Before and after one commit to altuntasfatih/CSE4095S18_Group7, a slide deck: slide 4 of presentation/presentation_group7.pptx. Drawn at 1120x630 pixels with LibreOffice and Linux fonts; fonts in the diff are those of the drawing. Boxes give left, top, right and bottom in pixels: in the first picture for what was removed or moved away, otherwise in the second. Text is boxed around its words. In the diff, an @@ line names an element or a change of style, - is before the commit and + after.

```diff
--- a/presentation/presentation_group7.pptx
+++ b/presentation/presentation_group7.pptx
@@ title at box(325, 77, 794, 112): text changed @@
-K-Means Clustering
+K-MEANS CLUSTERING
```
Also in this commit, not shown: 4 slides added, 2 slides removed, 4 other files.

--------------------

▶ EXERCISE DETAILS: All the records, as written, must be given again.

▶ EXERCISE RESULT:
Before and after one commit to altuntasfatih/CSE4095S18_Group7, a slide deck: slide 4 of presentation/presentation_group7.pptx. Drawn at 1120x630 pixels with LibreOffice and Linux fonts; fonts in the diff are those of the drawing. Boxes give left, top, right and bottom in pixels: in the first picture for what was removed or moved away, otherwise in the second. Text is boxed around its words. In the diff, an @@ line names an element or a change of style, - is before the commit and + after.

```diff
--- a/presentation/presentation_group7.pptx
+++ b/presentation/presentation_group7.pptx
@@ title at box(325, 77, 794, 112): text changed @@
-K-Means Clustering
+K-MEANS CLUSTERING
```
Also in this commit, not shown: 4 slides added, 2 slides removed, 4 other files.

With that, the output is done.